Child participants were introduced to the characters they would be talking about with cartoon pictures: a bat wearing a hat and a cat laying on a mat. During the task, each stimulus sentence was played in turn, and the participant repeated it back. Auditory presentation and repetition were used to control for age-dependent differences in reading level. The experimenter controlled the pace of sentence elicitation and provided feedback on productions. The experimenter would also replay a stimulus sentence to elicit a new production if a prior production was deemed errorful or disfluent. The whole set of sentences was elicited twice in random order to obtain 36 tokens for measurement per speaker (three metrical contexts × three verbs per context × two nouns × two repetitions). Participants' speech was digitally recorded onto a Marantz PMD660 (with a sampling rate of 44,100 Hz) using a Shure ULXS4 standard wireless receiver and a lavaliere microphone, which was attached to a baseball hat or headband that the speaker wore. If the experimenter deemed that the child needed a break, the task was paused so that they could color on their sheet of paper or have a drink of water or juice.

Error and Disfluency Coding

Since the task was embedded in a larger protocol, the experimenters often accepted productions that were later deemed disfluent, and in any case, a stimulus sentence was only ever elicited twice before the experimenter moved on to the next sentence. For this reason, a number of sentences were produced with a pause or other disfluency that disrupted the prosodic structure of the sentence. The target noun was also sometimes not realized correctly. These sentences were excluded from acoustic analysis. The error and disfluency coding criteria are described below.

Post-V Break

All participants, even the youngest, did a good job of imitating the intonation contour of the recorded model, which often included a pitch accent on the verb. Still, a number of participants sometimes produced long pauses (> 250 ms) between the offset of the verb and the onset of the target NP. These pauses, perceived as disfluencies or hesitations, were coded as post-V breaks. Occasionally, participants produced the wrong NP after the verb and then corrected themselves by restarting the sentence with the correct NP. These restart repetitions were also coded as post-V breaks.

Noun Substitution

Children sometimes substituted bat or cat with another noun (e.g., hat or mat) from the closed set that was being elicited. In most cases, experimenters caught the error and elicited a new production of the sentence in order to replace the errorful production. However, an experimenter would move on after a second incorrect repetition in order not to tire or frustrate the child participant. This meant that some sentences were never produced with the target noun.
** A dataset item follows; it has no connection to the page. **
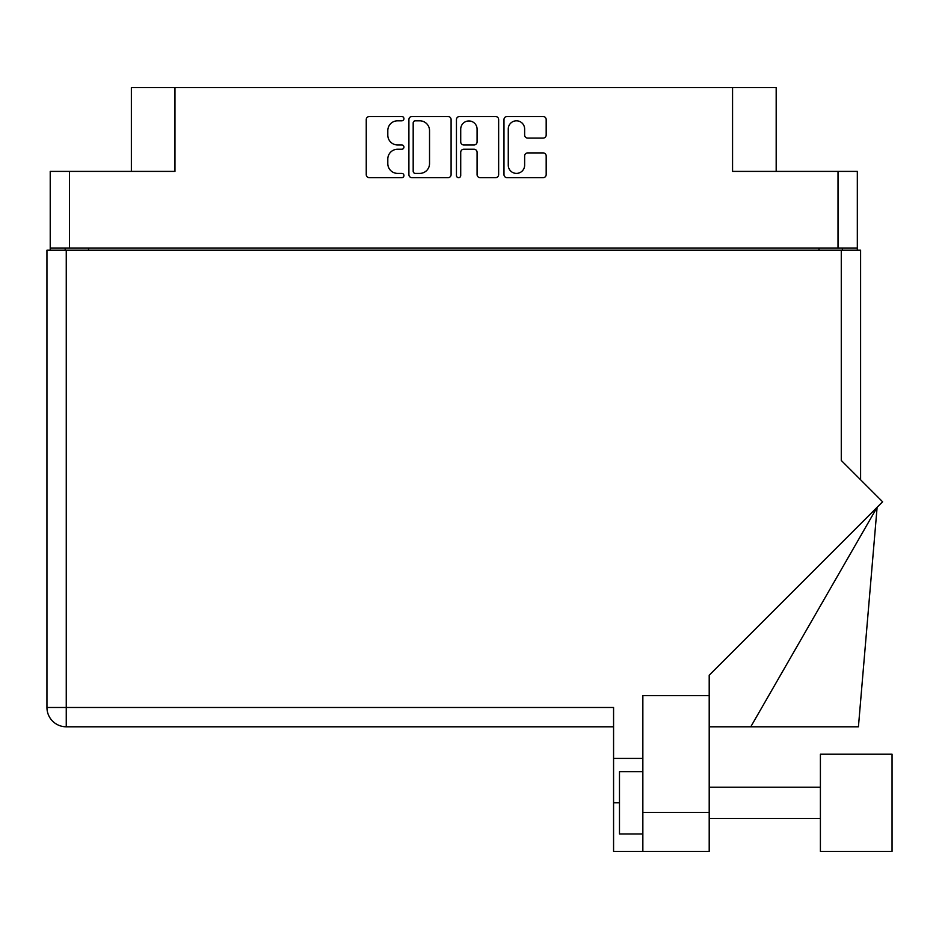 <?xml version="1.0" encoding="UTF-8"?>
<svg xmlns="http://www.w3.org/2000/svg" width="939" height="939" viewBox="0 0 939 939"><rect width="100%" height="100%" fill="white"/><g stroke="black" fill="none" stroke-linecap="round" stroke-linejoin="round"><path stroke-width="1.41" d="M508.269 165.217A8.181 8.181 0 0 0 516.45 173.398A8.181 8.181 0 0 0 524.631 165.217L524.631 155.968A3.052 3.052 0 0 1 527.683 152.904L543.129 152.904A3.052 3.052 0 0 1 546.181 155.968L546.181 174.619A3.052 3.052 0 0 1 543.129 177.671L507.048 177.671A3.052 3.052 0 0 1 503.985 174.619L503.985 119.582A3.052 3.052 0 0 1 507.048 116.518L543.129 116.518A3.052 3.052 0 0 1 546.181 119.582L546.181 135.016A3.052 3.052 0 0 1 543.129 138.08L527.683 138.08A3.052 3.052 0 0 1 524.631 135.016L524.631 128.983A8.181 8.181 0 0 0 516.45 120.802A8.181 8.181 0 0 0 508.269 128.983L508.269 165.217M458.584 177.671A2.136 2.136 0 0 0 460.72 175.534L460.72 152.294A3.052 3.052 0 0 1 463.784 149.242L474.031 149.242A3.052 3.052 0 0 1 477.082 152.294L477.082 174.619A3.052 3.052 0 0 0 480.146 177.671L495.581 177.671A3.052 3.052 0 0 0 498.644 174.619L498.644 119.582A3.052 3.052 0 0 0 495.581 116.518L459.5 116.518A3.052 3.052 0 0 0 456.448 119.582L456.448 175.534A2.136 2.136 0 0 0 458.584 177.671M857.319 250.208L857.319 171.391L857.319 248.025L50.225 248.025L50.225 171.391L50.225 250.208M451.096 174.619L451.096 119.582A3.052 3.052 0 0 0 448.032 116.518L411.951 116.518A3.052 3.052 0 0 0 408.899 119.582L408.899 174.619A3.052 3.052 0 0 0 411.951 177.671L448.032 177.671A3.052 3.052 0 0 0 451.096 174.619M397.584 120.802L401.786 120.802A2.136 2.136 0 0 0 403.934 118.666A2.136 2.136 0 0 0 401.786 116.518L369.309 116.518A3.052 3.052 0 0 0 366.245 119.582L366.245 174.619A3.052 3.052 0 0 0 369.309 177.671L401.786 177.671A2.136 2.136 0 0 0 403.934 175.534A2.136 2.136 0 0 0 401.786 173.398L397.584 173.398A9.789 9.789 0 0 1 387.807 163.609L387.807 159.02A9.789 9.789 0 0 1 397.584 149.242L401.786 149.242A2.136 2.136 0 0 0 403.934 147.094A2.136 2.136 0 0 0 401.786 144.958L397.584 144.958A9.789 9.789 0 0 1 387.807 135.169L387.807 130.591A9.789 9.789 0 0 1 397.584 120.802M50.225 171.391L174.971 171.391L174.971 87.597L776.177 87.597L776.177 171.391M732.561 87.597L732.561 171.391L857.319 171.391M131.366 171.391L131.366 87.597L174.971 87.597M65.178 250.208L65.178 248.025M415.32 120.802A2.136 2.136 0 0 0 413.183 122.939L413.183 171.25A2.136 2.136 0 0 0 415.32 173.398L419.756 173.398A9.789 9.789 0 0 0 429.534 163.609L429.534 130.591A9.789 9.789 0 0 0 419.756 120.802L415.32 120.802M477.082 129.136A8.181 8.181 0 0 0 468.901 120.955A8.181 8.181 0 0 0 460.72 129.136L460.72 141.895A3.052 3.052 0 0 0 463.784 144.958L474.031 144.958A3.052 3.052 0 0 0 477.082 141.895L477.082 129.136M842.365 248.025L842.365 250.208L842.365 248.025M892.05 851.403L892.05 754.217L820.404 754.217L820.404 851.403L892.05 851.403L820.404 851.403M642.851 833.949L619.482 833.949L619.482 771.658L642.851 771.658M642.851 851.403L642.851 812.458L709.203 812.458L709.203 851.403L613.566 851.403L613.566 707.49L66.258 707.49L66.258 250.208L860.594 250.208L860.594 479.782M841.274 250.208L841.274 460.462L882.613 501.802L709.203 675.223L709.203 695.646L642.851 695.646L642.851 812.458M709.203 695.646L709.203 812.458M46.95 250.208L46.95 707.49L46.95 250.208L66.258 250.208M613.566 726.798L66.258 726.798L66.258 707.49L46.95 707.49A19.308 19.308 0 0 0 66.258 726.798A19.308 19.308 0 0 1 46.95 707.49M642.851 758.419L613.566 758.419M750.766 726.798L877.108 507.318L858.422 726.798L709.203 726.798M69.533 171.391L69.533 248.025M838.011 248.025L838.011 171.391M819.008 250.208L819.008 248.025M88.536 248.025L88.536 250.208M619.482 802.81L613.566 802.81M820.404 818.385L709.203 818.385M820.404 787.234L709.203 787.234"/></g></svg>
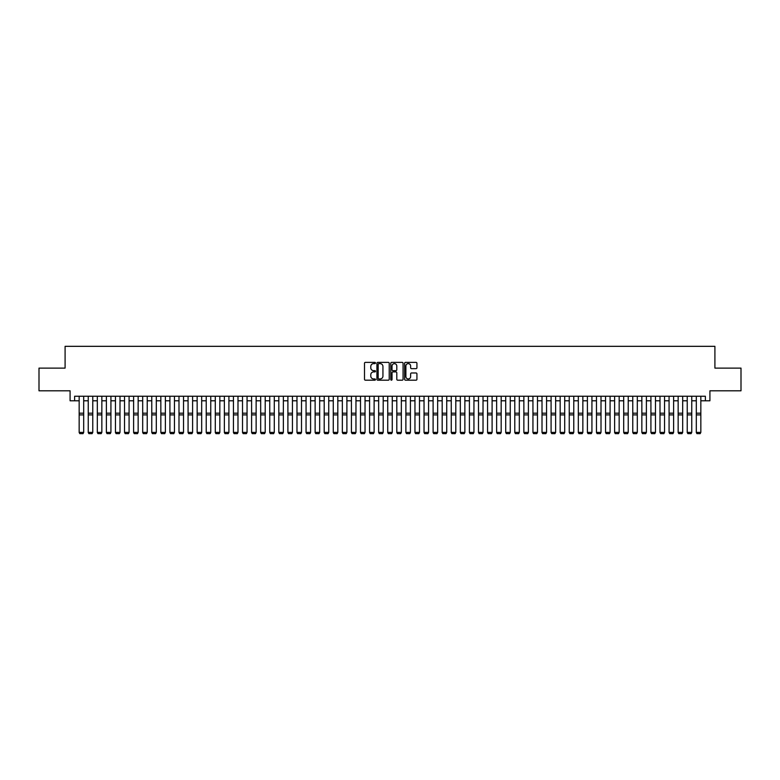 <?xml version="1.0" encoding="UTF-8"?>
<svg xmlns="http://www.w3.org/2000/svg" width="780" height="780" viewBox="0 0 780 780"><rect width="100%" height="100%" fill="white"/><g stroke="black" fill="none" stroke-linecap="round" stroke-linejoin="round"><path stroke-width="1.17" d="M375.482 363.002A0.624 0.624 0 0 0 374.858 362.378L365.391 362.378A0.887 0.887 0 0 0 364.504 363.265L364.504 379.304A0.887 0.887 0 0 0 365.391 380.191L374.858 380.191A0.624 0.624 0 0 0 375.482 379.567A0.624 0.624 0 0 0 374.858 378.944L373.63 378.944A2.847 2.847 0 0 1 370.783 376.096L370.783 374.761A2.847 2.847 0 0 1 373.63 371.904L374.858 371.904A0.624 0.624 0 0 0 375.482 371.28A0.624 0.624 0 0 0 374.858 370.656L373.63 370.656A2.847 2.847 0 0 1 370.783 367.809L370.783 366.473A2.847 2.847 0 0 1 373.63 363.626L374.858 363.626A0.624 0.624 0 0 0 375.482 363.002M416.032 368.657A0.887 0.887 0 0 0 416.93 367.76L416.93 363.265A0.887 0.887 0 0 0 416.032 362.378L405.522 362.378A0.887 0.887 0 0 0 404.635 363.265L404.635 379.304A0.887 0.887 0 0 0 405.522 380.191L416.032 380.191A0.887 0.887 0 0 0 416.93 379.304L416.93 373.864A0.887 0.887 0 0 0 416.032 372.976L411.538 372.976A0.887 0.887 0 0 0 410.641 373.864L410.641 376.565A2.379 2.379 0 0 1 408.262 378.944A2.379 2.379 0 0 1 405.883 376.565L405.883 366.005A2.379 2.379 0 0 1 408.262 363.626A2.379 2.379 0 0 1 410.641 366.005L410.641 367.76A0.887 0.887 0 0 0 411.538 368.657L416.032 368.657M74.627 400.784L74.627 396.24L705.374 396.24L705.374 400.784L709.917 400.784L709.917 390.799L741 390.799L741 368.111L714.909 368.111L714.909 346.33L65.091 346.33L65.091 368.111L39 368.111L39 390.799L70.083 390.799L70.083 400.784L79.16 400.784M389.22 363.265A0.887 0.887 0 0 0 388.333 362.378L377.822 362.378A0.887 0.887 0 0 0 376.925 363.265L376.925 379.304A0.887 0.887 0 0 0 377.822 380.191L388.333 380.191A0.887 0.887 0 0 0 389.22 379.304L389.22 363.265M391.667 362.378L402.178 362.378A0.887 0.887 0 0 1 403.075 363.265L403.075 379.304A0.887 0.887 0 0 1 402.178 380.191L397.683 380.191A0.887 0.887 0 0 1 396.796 379.304L396.796 372.801A0.887 0.887 0 0 0 395.899 371.904L392.915 371.904A0.887 0.887 0 0 0 392.028 372.801L392.028 379.567A0.624 0.624 0 0 1 391.404 380.191A0.624 0.624 0 0 1 390.78 379.567L390.78 363.265A0.887 0.887 0 0 1 391.667 362.378M83.694 400.784L88.237 400.784M92.771 400.784L97.315 400.784M101.848 400.784L106.382 400.784M110.926 400.784L115.46 400.784M120.003 400.784L124.537 400.784M129.08 400.784L133.614 400.784M138.148 400.784L142.691 400.784M147.225 400.784L151.768 400.784M156.302 400.784L160.836 400.784M165.38 400.784L169.913 400.784M174.457 400.784L178.99 400.784M183.534 400.784L188.068 400.784M192.601 400.784L197.145 400.784M201.679 400.784L206.222 400.784M210.756 400.784L215.29 400.784M219.833 400.784L224.367 400.784M228.91 400.784L233.444 400.784M237.988 400.784L242.522 400.784M247.055 400.784L251.599 400.784M256.132 400.784L260.676 400.784M265.21 400.784L269.744 400.784M274.287 400.784L278.821 400.784M283.364 400.784L287.898 400.784M292.442 400.784L296.975 400.784M301.509 400.784L306.052 400.784M310.586 400.784L315.13 400.784M319.663 400.784L324.197 400.784M328.741 400.784L333.274 400.784M337.818 400.784L342.352 400.784M346.895 400.784L351.429 400.784M355.963 400.784L360.506 400.784M365.04 400.784L369.584 400.784M374.117 400.784L378.651 400.784M383.194 400.784L387.728 400.784M392.272 400.784L396.805 400.784M401.349 400.784L405.883 400.784M410.416 400.784L414.96 400.784M419.494 400.784L424.037 400.784M428.571 400.784L433.105 400.784M437.648 400.784L442.182 400.784M446.726 400.784L451.259 400.784M455.803 400.784L460.337 400.784M464.87 400.784L469.414 400.784M473.947 400.784L478.491 400.784M483.025 400.784L487.558 400.784M492.102 400.784L496.636 400.784M501.179 400.784L505.713 400.784M510.257 400.784L514.79 400.784M519.324 400.784L523.867 400.784M528.401 400.784L532.945 400.784M537.478 400.784L542.012 400.784M546.556 400.784L551.09 400.784M555.633 400.784L560.167 400.784M564.71 400.784L569.244 400.784M573.778 400.784L578.321 400.784M582.855 400.784L587.399 400.784M591.932 400.784L596.466 400.784M601.01 400.784L605.543 400.784M610.087 400.784L614.62 400.784M619.164 400.784L623.698 400.784M628.231 400.784L632.775 400.784M637.309 400.784L641.852 400.784M646.386 400.784L650.92 400.784M655.463 400.784L659.997 400.784M664.541 400.784L669.074 400.784M673.618 400.784L678.151 400.784M682.685 400.784L687.229 400.784M691.762 400.784L696.306 400.784M700.84 400.784L705.374 400.784M378.797 363.626A0.624 0.624 0 0 0 378.173 364.25L378.173 378.319A0.624 0.624 0 0 0 378.797 378.944L380.094 378.944A2.847 2.847 0 0 0 382.941 376.096L382.941 366.473A2.847 2.847 0 0 0 380.094 363.626L378.797 363.626M396.796 366.054A2.379 2.379 0 0 0 394.407 363.665A2.379 2.379 0 0 0 392.028 366.054L392.028 369.769A0.887 0.887 0 0 0 392.915 370.656L395.899 370.656A0.887 0.887 0 0 0 396.796 369.769L396.796 366.054M79.16 432.549L79.843 433.67L79.16 432.383L83.694 432.383L83.021 433.67L79.843 433.612L83.021 433.67M83.694 396.24L83.694 432.383L83.021 433.612M79.16 396.24L79.16 432.383L79.843 433.612M88.237 432.549L88.92 433.67L88.237 432.383L92.771 432.383L92.089 433.67L88.92 433.612L92.089 433.67M97.315 432.549L97.987 433.67L97.315 432.383L101.848 432.383L101.166 433.67L97.987 433.612L101.166 433.67M106.382 432.549L107.065 433.67L106.382 432.383L110.926 432.383L110.243 433.67L107.065 433.612L110.243 433.67M115.46 432.549L116.142 433.67L115.46 432.383L120.003 432.383L119.32 433.67L116.142 433.612L119.32 433.67M92.771 396.24L92.771 432.383L92.089 433.612M88.237 396.24L88.237 432.383L88.92 433.612M101.848 396.24L101.848 432.383L101.166 433.612M97.315 396.24L97.315 432.383L97.987 433.612M110.926 396.24L110.926 432.383L110.243 433.612M106.382 396.24L106.382 432.383L107.065 433.612M120.003 396.24L120.003 432.383L119.32 433.612M115.46 396.24L115.46 432.383L116.142 433.612M124.537 432.549L125.219 433.67L124.537 432.383L129.08 432.383L128.398 433.67L125.219 433.612L128.398 433.67M129.08 396.24L129.08 432.383L128.398 433.612M124.537 396.24L124.537 432.383L125.219 433.612M133.614 432.549L134.297 433.67L133.614 432.383L138.148 432.383L137.475 433.67L134.297 433.612L137.475 433.67M138.148 396.24L138.148 432.383L137.475 433.612M133.614 396.24L133.614 432.383L134.297 433.612M142.691 432.549L143.374 433.67L142.691 432.383L147.225 432.383L146.543 433.67L143.374 433.612L146.543 433.67M147.225 396.24L147.225 432.383L146.543 433.612M142.691 396.24L142.691 432.383L143.374 433.612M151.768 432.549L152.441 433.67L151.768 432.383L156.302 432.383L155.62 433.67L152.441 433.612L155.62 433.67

Incorrect noun production was coded as a noun substitution error.

Disfluent NP

Target NPs were sometimes produced either with “the” prolongation and/or with a pause that intervened between the determiner and noun. Prolongations and pauses were defined objectively within speaker on the basis of outliers in the data, such that all tokens with schwa or stop closure duration values that were greater than 1.5 times the interquartile range for a particular speaker were coded as disfluent NP productions.

Post-NP Break

Participants occasionally inserted a pause after the target noun and before the prepositional phrase. When this pause was equal to or greater than 250 ms, it was identified as a break. A post-NP break meant that the target noun was in phrase-final position and the noun, therefore, subject to final lengthening. Accordingly, NPs from sentences with a post-NP break were excluded from the analyses of relative duration and amplitude.

Segmentation

Recordings were displayed both as oscillograms and spectrograms in Praat (Boersma & Weenink, 2013); the target NP was located in its verb context, and its vowels were segmented on the basis of repeated listening, visible abrupt changes in the oscillogram, the presence of formant structure, and periodicity. Stressed vowels in the monosyllabic nouns were typically produced in such a way that all visible cues were robustly present. Determiner vowels were often identified on the basis of some subset of the cues. Figure 1 provides an example of highly reduced adult speech to illustrate the segmentation decisions made in the most difficult cases. Note that children's speech was less reduced, if also less crisply articulated.

Figure 1.

Figure 1.

Example segmentation of highly reduced speech produced by an adult participant. The section shows the interval from the offset of the verb to the beginning of the prepositional phrase in the target sentence, “The bad bat likes the cat on the mat.” The first tier codes the verb (= metrical context), target determiner–noun sequence (DP context), and repetition number. The second tier is used to identify pauses between the noun and following preposition that would imply phrase-final position. The third tier shows the segmentation of the determiner schwa and stressed [æ] in the noun (i.e., acoustic vowels). The fourth tier marks out the silent interval between the determiner and noun; within-speaker outliers in the duration of this interval were used to identify pause breaks between the determiner and noun.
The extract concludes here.